P14619 [2019 KAIST RUN Fall] Maximizer

Maximizer has two permutations $A=[a_1,a_2,\cdots,a_N]$ and $B=[b_1,b_2,\cdots,b_N]$. Both $A, B$ have length $N$ and consists of $\textbf{distinct integers}$ from $1$ to $N$. Maximizer wants to maximize the sum of differences of each element, $\sum_{i=1}^{N} |a_i - b_i|$. But he can only swap two adjacent elements in $A$. Precisely, he can only swap $a_i$ and $a_{i+1}$ for some $i$ from $1$ to $N-1$. He can swap as many times as he wants. What is the minimum number of swaps required for maximizing the difference sum?

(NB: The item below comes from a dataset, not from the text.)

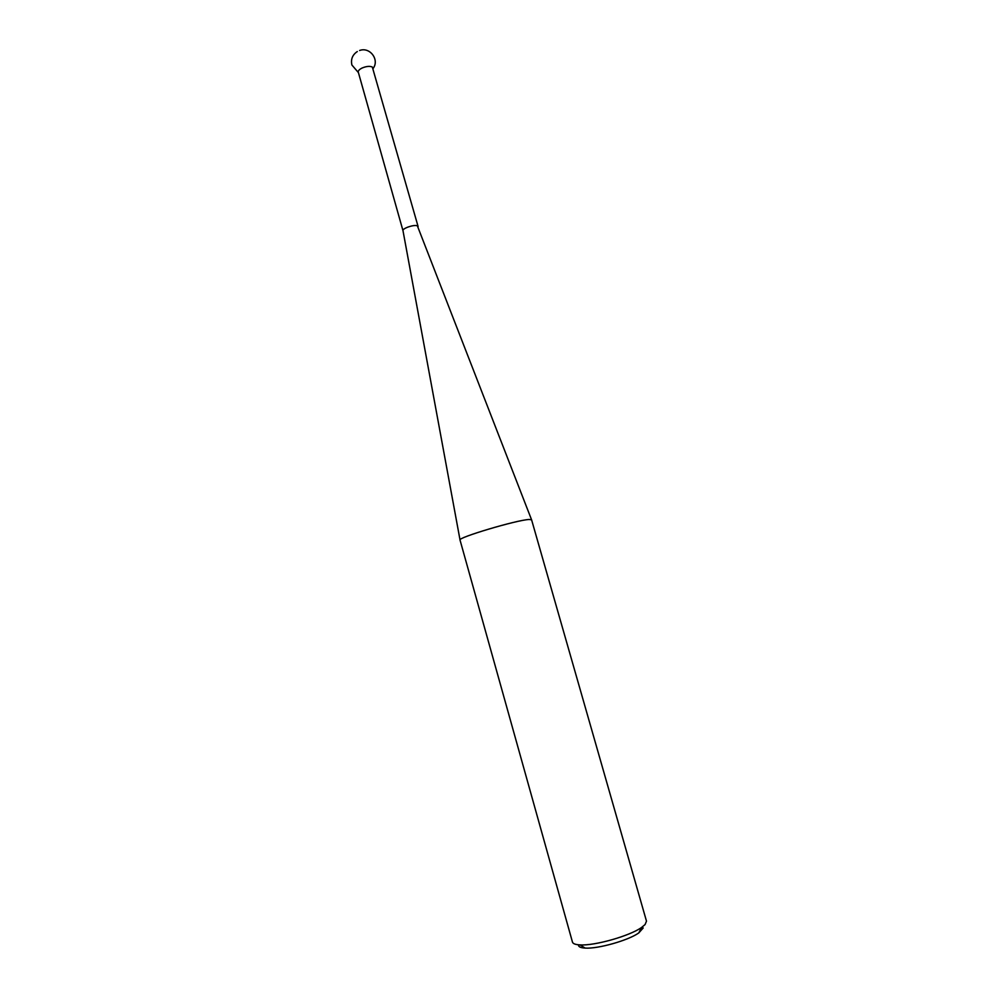 <?xml version="1.0" encoding="UTF-8"?>
<svg xmlns="http://www.w3.org/2000/svg" width="998" height="998" viewBox="0 0 998 998"><rect width="100%" height="100%" fill="white"/><g stroke="black" fill="none" stroke-linecap="round" stroke-linejoin="round"><path stroke-width="1.5" d="M358.407 72.555L403.005 230.775C401.92 228.492 414.195 224.276 417.364 225.835L531.535 519.696M358.245 72.218C358.02 70.808 359.317 69.411 362.149 68.001C366.403 66.242 369.784 65.918 372.316 67.028L418.1 226.509M529.165 519.484C517.101 519.871 456.947 537.797 460.028 540.043L572.465 942.1C572.977 943.734 575.484 944.669 580 944.894C594.546 945.929 629.688 935.987 641.539 927.479L645.057 924.585L646.492 921.154L531.585 519.796L529.165 519.484M643.211 927.94L638.807 932.905C628.428 940.39 597.927 949.023 585.177 948.088C580.487 947.826 578.254 946.728 578.478 944.794M373.227 68.313C379.677 59.568 369.734 46.582 359.592 50.499M403.005 230.788L460.028 539.93M638.807 932.905L641.539 927.479M585.177 948.088L580 944.894M357.296 51.547C352.469 54.815 350.66 59.294 351.882 64.982L358.344 72.53"/></g></svg>

The first line contains an integer $N$. ($1 \leq N \leq 250 000$) The second line contains $N$ integers $a_1,a_2,\cdots,a_N$ ($1 \leq a_i \leq N$). The third line contains $N$ integers $b_1,b_2,\cdots,b_N$ ($1 \leq b_i \leq N$). Each of $[a_1,a_2,\cdots,a_N]$ and $[b_1,b_2,\cdots,b_N]$ is a permutation. In other words, it is consisted of distinct integers from $1$ to $N$.

Print an integer, the minimum number of swaps required for maximizing the difference sum.